The role of the Th17/IL-17 axis in pathogenesis was highlighted by Bettelli et al., who studied the reciprocal effects of Th17 and Treg cells in malaria. Both were found to be associated with the development of chronic inflammatory tissue complications. Contrary to the Th17 axis, the Treg/TGF-β axis regulates inflammatory responses, particularly the Th17/IL-17 axis, to prevent tissue-related inflammatory complications. Therefore, establishing a balance between the Treg/TGF-β and Th17/IL-17 axes not only controls inflammation but also promotes tissue healing. Conversely, an uncontrolled imbalance favoring the Th17 axis results in tissue destruction, while a deviation toward the Treg axis leads to immune response inhibition and an increased parasite load (19, 20).

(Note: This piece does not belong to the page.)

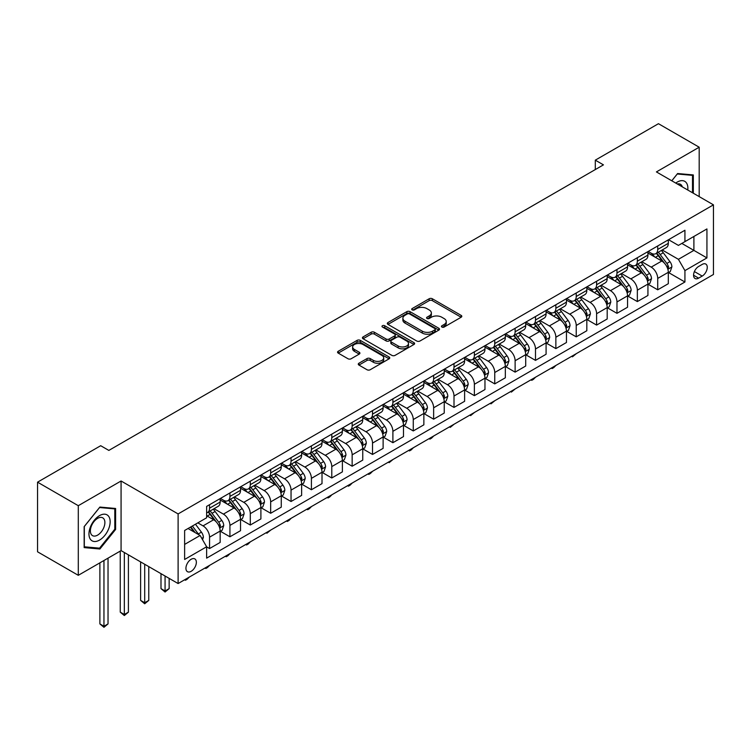 <?xml version="1.0" encoding="UTF-8"?>
<svg xmlns="http://www.w3.org/2000/svg" width="751" height="751" viewBox="0 0 751 751"><rect width="100%" height="100%" fill="white"/><g stroke="black" fill="none" stroke-linecap="round" stroke-linejoin="round"><path stroke-width="1.13" d="M441.917 327.051A1.586 0.911 0 0 0 444.151 327.051L461.152 317.232A2.262 1.305 0 0 0 461.809 316.312A2.262 1.305 0 0 0 461.152 315.392L432.36 298.767A2.262 1.305 0 0 0 429.159 298.767L412.158 308.577A1.586 0.911 0 0 0 411.698 309.224A1.586 0.911 0 0 0 412.158 309.872A1.586 0.911 0 0 0 414.402 309.872L416.598 308.595A7.238 4.177 0 0 1 426.84 308.595L429.234 309.985A7.238 4.177 0 0 1 431.356 312.942A7.238 4.177 0 0 1 429.234 315.899L427.037 317.166A1.586 0.911 0 0 0 426.577 317.814A1.586 0.911 0 0 0 427.037 318.462A1.586 0.911 0 0 0 429.281 318.462L431.478 317.185A7.238 4.177 0 0 1 441.71 317.185L444.113 318.574A7.238 4.177 0 0 1 446.235 321.531A7.238 4.177 0 0 1 444.113 324.488L441.917 325.756A1.586 0.911 0 0 0 441.447 326.403A1.586 0.911 0 0 0 441.917 327.051L441.917 325.756M191.148 571.323A7.379 4.262 120 0 0 195.964 564.818A7.379 4.262 120 0 0 194.828 558.913A7.379 4.262 120 0 0 191.148 559.279A7.379 4.262 120 0 0 186.323 565.775A7.379 4.262 120 0 0 187.459 571.68A7.379 4.262 120 0 0 191.148 571.323M358.931 363.231A2.262 1.305 0 0 0 358.274 364.151A2.262 1.305 0 0 0 358.931 365.07L367.014 369.736A2.262 1.305 0 0 0 370.215 369.736L389.084 358.837A2.262 1.305 0 0 0 389.75 357.917A2.262 1.305 0 0 0 389.084 356.997L360.292 340.372A2.262 1.305 0 0 0 357.091 340.372L338.222 351.271A2.262 1.305 0 0 0 337.556 352.191A2.262 1.305 0 0 0 338.222 353.111L347.976 358.743A2.262 1.305 0 0 0 351.177 358.743L359.25 354.087A2.262 1.305 0 0 0 359.917 353.158A2.262 1.305 0 0 0 359.25 352.238L354.416 349.44A6.055 3.492 0 0 1 352.641 346.971A6.055 3.492 0 0 1 356.378 343.742A6.055 3.492 0 0 1 362.977 344.502L381.93 355.448A6.055 3.492 0 0 1 383.705 357.917A6.055 3.492 0 0 1 379.968 361.147A6.055 3.492 0 0 1 373.369 360.386L370.215 358.565A2.262 1.305 0 0 0 367.014 358.565L358.931 363.231L358.931 365.07M121.071 480.997L78.292 505.695L37.55 482.17L37.55 551.797L78.292 575.313L121.071 550.624L178.109 583.546L178.109 513.928L121.071 480.997L121.071 550.624M699.19 196.612L699.19 147.215L656.412 171.913L713.45 204.845L178.109 513.928M699.19 147.215L658.449 123.699L595.299 160.16L595.299 169.566M37.55 482.17L100.7 445.709L108.848 450.412L603.447 164.863L595.299 160.16M416.758 341.02A2.262 1.305 0 0 0 419.959 341.02L438.837 330.121A2.262 1.305 0 0 0 439.495 329.191A2.262 1.305 0 0 0 438.837 328.271L410.037 311.646A2.262 1.305 0 0 0 406.845 311.646L387.967 322.545A2.262 1.305 0 0 0 387.3 323.465A2.262 1.305 0 0 0 387.967 324.394L416.758 341.02M383.085 327.389A1.586 0.911 0 0 1 384.69 327.614L413.932 344.493L395.082 355.373A2.262 1.305 0 0 1 391.881 355.373L363.09 338.757L371.172 334.12L371.172 332.242L363.09 336.908A2.262 1.305 0 0 0 362.433 337.828A2.262 1.305 0 0 0 363.09 338.757L363.09 336.908M371.172 334.12A2.262 1.305 0 0 1 374.373 334.12L374.373 332.242A2.262 1.305 0 0 0 371.172 332.242M374.373 332.242L386.052 338.983A2.262 1.305 0 0 0 389.243 338.983L394.604 335.894A2.262 1.305 0 0 0 395.27 334.965A2.262 1.305 0 0 0 394.604 334.045L382.447 327.023A1.586 0.911 0 0 1 381.987 326.375A1.586 0.911 0 0 1 382.963 325.53A1.586 0.911 0 0 1 384.69 325.727L413.961 342.634A2.262 1.305 0 0 1 414.627 343.554A2.262 1.305 0 0 1 413.961 344.484L413.961 342.634M702.204 264.408L698.618 266.474A7.144 4.121 120 0 0 693.952 272.773A7.144 4.121 120 0 0 695.05 278.499A7.144 4.121 120 0 0 698.618 278.142L702.204 276.077A7.144 4.121 120 0 0 706.869 269.778A7.144 4.121 120 0 0 705.78 264.052A7.144 4.121 120 0 0 702.204 264.408M178.109 583.546L713.45 274.472L713.45 204.845M668.55 239.71L678.416 245.399L684.931 241.634L684.931 230.247L206.628 506.399L206.628 517.786L184.624 530.488L184.624 559.467L206.628 546.766L206.628 558.143L684.931 282L684.931 270.613L678.416 259.32L662.204 249.97M684.931 241.634L706.935 228.933L706.935 257.912L684.931 270.613M78.292 505.695L78.292 575.313M681.833 243.427L693.896 250.383L693.896 236.462L706.935 228.933M678.416 259.32L693.896 250.383L706.935 257.912M184.624 544.409L200.104 535.472L188.05 528.507M206.628 546.859L209.557 548.549L209.557 537.162A9.219 5.323 -120 0 0 203.042 525.878L197.823 522.865M209.557 548.549L220.156 542.438L220.156 531.051A9.219 5.323 -120 0 0 213.631 519.758L206.628 515.712M220.4 531.286L229.928 536.787L229.928 525.4A9.219 5.323 -120 0 0 223.413 514.116L214.054 508.709M229.928 536.787L240.527 530.675L240.527 519.288A9.219 5.323 -120 0 0 234.002 507.995L220.156 499.997M240.771 519.523L250.299 525.024L250.299 513.646A9.219 5.323 -120 0 0 243.784 502.353L234.425 496.946M250.299 525.024L260.897 518.913L260.897 507.526A9.219 5.323 -120 0 0 254.373 496.233L240.527 488.244M261.141 507.76L270.67 513.271L270.67 501.884A9.219 5.323 -120 0 0 264.155 490.591L254.796 485.184M270.67 513.271L281.268 507.15L281.268 495.763A9.219 5.323 -120 0 0 274.744 484.479L260.897 476.481M281.512 495.998L291.041 501.508L291.041 490.121A9.219 5.323 -120 0 0 284.526 478.828L275.166 473.43M291.041 501.508L301.639 495.388L301.639 484.01A9.219 5.323 -120 0 0 295.115 472.717L281.268 464.719M301.883 484.245L311.412 489.746L311.412 478.359A9.219 5.323 -120 0 0 304.897 467.066L295.537 461.668M311.412 489.746L322.01 483.625L322.01 472.248A9.219 5.323 -120 0 0 315.486 460.954L301.639 452.956M322.254 472.482L331.782 477.983L331.782 466.596A9.219 5.323 -120 0 0 325.267 455.313L315.908 449.905M331.782 477.983L342.381 471.872L342.381 460.485A9.219 5.323 -120 0 0 335.857 449.192L322.01 441.194M342.625 460.72L352.153 466.221L352.153 454.843A9.219 5.323 -120 0 0 345.638 443.55L336.279 438.143M352.153 466.221L362.752 460.11L362.752 448.722A9.219 5.323 -120 0 0 356.227 437.429L342.381 429.431M362.996 448.957L372.524 454.458L372.524 443.081A9.219 5.323 -120 0 0 366.009 431.787L356.65 426.38M372.524 454.458L383.123 448.347L383.123 436.96A9.219 5.323 -120 0 0 376.598 425.667L362.752 417.678M383.367 437.195L392.895 442.705L392.895 431.318A9.219 5.323 -120 0 0 386.38 420.025L377.021 414.618M392.895 442.705L403.494 436.584L403.494 425.197A9.219 5.323 -120 0 0 396.969 413.914L383.123 405.915M403.738 425.432L413.266 430.943L413.266 419.556A9.219 5.323 -120 0 0 406.751 408.262L397.392 402.865M413.266 430.943L423.864 424.822L423.864 413.444A9.219 5.323 -120 0 0 417.34 402.151L403.494 394.153M424.108 413.679L433.637 419.18L433.637 407.793A9.219 5.323 -120 0 0 427.122 396.5L417.763 391.102M433.637 419.18L444.235 413.059L444.235 401.682A9.219 5.323 -120 0 0 437.711 390.389L423.864 382.39M444.479 401.916L454.008 407.417L454.008 396.03A9.219 5.323 -120 0 0 447.493 384.747L438.133 379.339M454.008 407.417L464.606 401.306L464.606 389.919A9.219 5.323 -120 0 0 458.082 378.626L444.235 370.628M464.85 390.154L474.379 395.655L474.379 384.277A9.219 5.323 -120 0 0 467.864 372.984L458.504 367.577M474.379 395.655L484.968 389.544L484.968 378.157A9.219 5.323 -120 0 0 478.453 366.863L464.606 358.865M485.221 378.391L494.749 383.892L494.749 372.515A9.219 5.323 -120 0 0 488.234 361.222L478.875 355.814M494.749 383.892L505.339 377.781L505.339 366.394A9.219 5.323 -120 0 0 498.824 355.11L484.968 347.112M505.583 366.629L515.12 372.139L515.12 360.752A9.219 5.323 -120 0 0 508.605 349.459L499.246 344.061M515.12 372.139L525.709 366.019L525.709 354.632A9.219 5.323 -120 0 0 519.194 343.348L505.339 335.35M525.953 354.866L535.491 360.377L535.491 348.99A9.219 5.323 -120 0 0 528.976 337.697L519.617 332.299M535.491 360.377L546.08 354.256L546.08 342.878A9.219 5.323 -120 0 0 539.565 331.585L525.709 323.587M546.324 343.113L555.862 348.614L555.862 337.227A9.219 5.323 -120 0 0 549.347 325.934L539.988 320.536M555.862 348.614L566.451 342.503L566.451 331.116A9.219 5.323 -120 0 0 559.936 319.823L546.08 311.825M566.695 331.351L576.233 336.852L576.233 325.465A9.219 5.323 -120 0 0 569.718 314.181L560.359 308.774M576.233 336.852L586.822 330.74L586.822 319.353A9.219 5.323 -120 0 0 580.307 308.06L566.451 300.062M587.066 319.588L596.604 325.089L596.604 313.711A9.219 5.323 -120 0 0 590.089 302.418L580.73 297.011M596.604 325.089L607.193 318.978L607.193 307.591A9.219 5.323 -120 0 0 600.678 296.298L586.822 288.3M607.437 307.826L616.975 313.327L616.975 301.949A9.219 5.323 -120 0 0 610.46 290.656L601.1 285.249M616.975 313.327L627.564 307.215L627.564 295.828A9.219 5.323 -120 0 0 621.049 284.545L607.193 276.546M627.808 296.063L637.346 301.573L637.346 290.186A9.219 5.323 -120 0 0 630.831 278.893L621.471 273.495M637.346 301.573L647.935 295.453L647.935 284.066A9.219 5.323 -120 0 0 641.42 272.782L627.564 264.784M648.179 284.31L657.716 289.811L657.716 278.424A9.219 5.323 -120 0 0 651.201 267.131L641.842 261.733M657.716 289.811L668.306 283.69L668.306 272.313A9.219 5.323 -120 0 0 661.791 261.019L647.935 253.021M648.179 251.472L651.201 253.209A9.219 5.323 -120 0 0 655.811 253.669A9.219 5.323 -120 0 0 657.716 249.445L657.716 245.962M627.808 263.225L630.831 264.972A9.219 5.323 -120 0 0 635.44 265.422A9.219 5.323 -120 0 0 637.346 261.207L637.346 257.724M607.437 274.988L610.46 276.734A9.219 5.323 -120 0 0 615.069 277.185A9.219 5.323 -120 0 0 616.975 272.97L616.975 269.487M587.066 286.751L590.089 288.487A9.219 5.323 -120 0 0 594.698 288.947A9.219 5.323 -120 0 0 596.604 284.732L596.604 281.25M566.695 298.513L569.718 300.25A9.219 5.323 -120 0 0 574.327 300.71A9.219 5.323 -120 0 0 576.233 296.485L576.233 293.012M546.324 310.276L549.347 312.012A9.219 5.323 -120 0 0 553.956 312.472A9.219 5.323 -120 0 0 555.862 308.248L555.862 304.765M525.953 322.038L528.976 323.775A9.219 5.323 -120 0 0 533.585 324.235A9.219 5.323 -120 0 0 535.491 320.01L535.491 316.528M505.583 333.791L508.605 335.537A9.219 5.323 -120 0 0 513.215 335.988A9.219 5.323 -120 0 0 515.12 331.773L515.12 328.29M485.212 345.554L488.234 347.3A9.219 5.323 -120 0 0 492.844 347.751A9.219 5.323 -120 0 0 494.749 343.536L494.749 340.053M464.85 357.316L467.864 359.053A9.219 5.323 -120 0 0 472.473 359.513A9.219 5.323 -120 0 0 474.379 355.298L474.379 351.815M444.479 369.079L447.493 370.816A9.219 5.323 -120 0 0 452.102 371.276A9.219 5.323 -120 0 0 454.008 367.051L454.008 363.568M424.108 380.841L427.122 382.578A9.219 5.323 -120 0 0 431.731 383.038A9.219 5.323 -120 0 0 433.637 378.814L433.637 375.331M403.738 392.595L406.751 394.341A9.219 5.323 -120 0 0 411.36 394.801A9.219 5.323 -120 0 0 413.266 390.576L413.266 387.094M383.367 404.357L386.38 406.103A9.219 5.323 -120 0 0 390.989 406.554A9.219 5.323 -120 0 0 392.895 402.339L392.895 398.856M362.996 416.12L366.009 417.866A9.219 5.323 -120 0 0 370.618 418.316A9.219 5.323 -120 0 0 372.524 414.101L372.524 410.619M342.625 427.882L345.638 429.619A9.219 5.323 -120 0 0 350.248 430.079A9.219 5.323 -120 0 0 352.153 425.855L352.153 422.381M322.254 439.645L325.267 441.381A9.219 5.323 -120 0 0 329.877 441.841A9.219 5.323 -120 0 0 331.782 437.617L331.782 434.134M301.883 451.407L304.897 453.144A9.219 5.323 -120 0 0 309.506 453.604A9.219 5.323 -120 0 0 311.412 449.38L311.412 445.897M281.512 463.16L284.526 464.907A9.219 5.323 -120 0 0 289.135 465.367A9.219 5.323 -120 0 0 291.041 461.142L291.041 457.659M261.141 474.923L264.155 476.669A9.219 5.323 -120 0 0 268.764 477.12A9.219 5.323 -120 0 0 270.67 472.905L270.67 469.422M240.771 486.686L243.784 488.432A9.219 5.323 -120 0 0 248.393 488.882A9.219 5.323 -120 0 0 250.299 484.667L250.299 481.184M220.4 498.448L223.413 500.185A9.219 5.323 -120 0 0 228.022 500.645A9.219 5.323 -120 0 0 229.928 496.42L229.928 492.947M668.55 272.547L684.931 282M655.811 253.669L666.4 247.548A9.219 5.323 -120 0 0 668.306 243.333L668.306 239.851M635.44 265.422L646.029 259.311A9.219 5.323 -120 0 0 647.935 255.087L647.935 251.613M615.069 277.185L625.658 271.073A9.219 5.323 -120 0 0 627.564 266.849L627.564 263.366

Phytochemical analysis of the extract revealed the presence of Eudesmane sesquiterpene lactones (SLs), including: (1) persianolide A, (2) 4-epi-persianolide A, (3) 3α,4-epoxypersianolide A, (4)11-epi-artapshin, (5)1β,8α-dihydroxy-11α,13-dihydrobalchanin, and (6)1β-hydroxy-11-epi-colartin, as well as (7) methoxylated flavones (1, 2). These compounds are responsible for the observed effects. They could potentially be isolated in large quantities and evaluated in their pure state as new lead candidates for antimalarial treatment alongside standard drugs.
5.1. Conclusions
The present study demonstrated an effective synergy between chloroquine and the semipolar extract of Artemisia kopetdaghensis. The results showed that, in addition to directly affecting the parasite, the extract can positively influence the health outcomes of the infection by enhancing the host immune system. During the study, the SPE did not cause any severe acute toxicity in the mice; however, minor reversible toxicity was observed at the highest concentration (150 mg/kg). It can be concluded that SPE, when combined with chloroquine, significantly reduces parasitemia, enhances the inhibitory effect on the growth and reproduction of parasites, prolongs the survival time of the infected mice, and helps balance the host immune system.